Is the fort open for fishing yet want to go bad and is there anything biting


----------



## ncst8man1999 (Apr 3, 2020)

It is if you have an annual pass already. 

Went Saturday, caught one small whiting, but wind was bad and rough in the am. Saw several catch some nice fish, pomps and sea mullet on Sunday online reports


----------



## 0210bruce (Mar 18, 2010)

Thanks for the information


----------



## Dogfish Dan (Dec 8, 2011)

Is the park office open to renew an annual pass? I've had them 2013-2019 but haven't got my 2020 yet.


----------



## ncst8man1999 (Apr 3, 2020)

You can do it online at the nc parkstore


----------



## 0210bruce (Mar 18, 2010)

You can get your yearly pass starting Friday morning at 8.am i just called probably will be a long line


----------



## 0210bruce (Mar 18, 2010)

Has anyone been there this week if so how was the fishing im going tomorrow would like any information on what they are biting.


----------



## 0210bruce (Mar 18, 2010)

Re ft. Fisher just got back home had a great day at the fort drum 1 25.6 inches long and 1 26 inches long 2 trout both over 17 inches long 1 flounder that we didn't keep a couple blues and 10 whiteys good sizes the drum were caught on sand flea's trout on shrimp whiteys on shrimp we got there this morning at 6.30 and it was on from the first cast.
Also 1 4 ft shark and a couple spots looking forward to getting back down there as soon as I can


----------



## 0210bruce (Mar 18, 2010)




----------



## 0210bruce (Mar 18, 2010)




----------



## 0210bruce (Mar 18, 2010)




----------



## 0210bruce (Mar 18, 2010)

My daughter first drum first time surf fishing


----------



## Dogfish Dan (Dec 8, 2011)

I'm going to the Fort this Sunday, 8am (when gate opens) till around noon. Look for the gray Titan with waaaay too many fishing rods.


----------



## Dogfish Dan (Dec 8, 2011)

0210bruce said:


> Re ft. Fisher just got back home had a great day at the fort drum 1 25.6 inches long and 1 26 inches long 2 trout both over 17 inches long 1 flounder that we didn't keep a couple blues and 10 whiteys good sizes the drum were caught on sand flea's trout on shrimp whiteys on shrimp we got there this morning at 6.30 and it was on from the first cast.
> Also 1 4 ft shark and a couple spots looking forward to getting back down there as soon as I can


What did you do to get out there at 6:30? Thought the gate doesn't open till 8am this time of year?


----------



## 0210bruce (Mar 18, 2010)

Dogfish Dan said:


> What did you do to get out there at 6:30? Thought the gate doesn't open till 8am this time of year?


Opens 6 am


Dogfish Dan said:


> I'm going to the Fort this Sunday, 8am (when gate opens) till around noon. Look for the gray Titan with waaaay too many fishing rods.

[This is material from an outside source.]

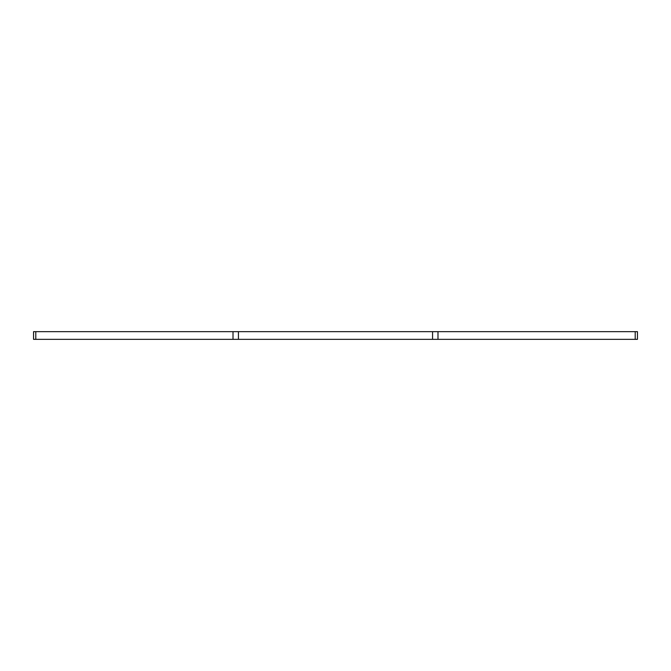 <?xml version="1.0" encoding="UTF-8"?>
<svg xmlns="http://www.w3.org/2000/svg" width="671" height="671" viewBox="0 0 671 671"><rect width="100%" height="100%" fill="white"/><g stroke="black" fill="none" stroke-linecap="round" stroke-linejoin="round"><path stroke-width="1.01" d="M238.44 339.341L238.44 331.659L233.013 331.659L233.013 339.341L432.56 339.341L432.56 331.659L637.45 331.659L637.45 339.341L635.202 339.341L635.202 331.659M233.013 339.341L35.798 339.341L35.798 331.659L33.55 331.659L33.55 339.341L35.798 339.341M437.987 331.659L437.987 339.341L635.202 339.341M437.987 339.341L432.56 339.341M238.44 331.659L432.56 331.659M233.013 331.659L35.798 331.659M33.55 339.341L33.55 331.659"/></g></svg>

We will be back Monday morning at 6 am


----------



## 0210bruce (Mar 18, 2010)

Dogfish Dan said:


> What did you do to get out there at 6:30? Thought the gate doesn't open till 8am this time of year?


Opens 6 am


----------



## Dogfish Dan (Dec 8, 2011)

0210bruce said:


> Opens 6 am


Yep you're right, I just went to my truck and checked the 2020 paper form, it states they open 6am June-August. However if you look at their website under 4WD Beach Hours, it states it opens at 8am June-August. Glad I asked!


----------



## fishslayer123 (Jun 9, 2020)

Just moved to the area. What bait shops are around? Anything post local surf fishing reports regularly for Carolina Beach or Kure Beach? Not finding anything online.


----------



## ncst8man1999 (Apr 3, 2020)

Try Tex tackle and Fisherman's post.

For bait, Seaview and Island Tackle.


----------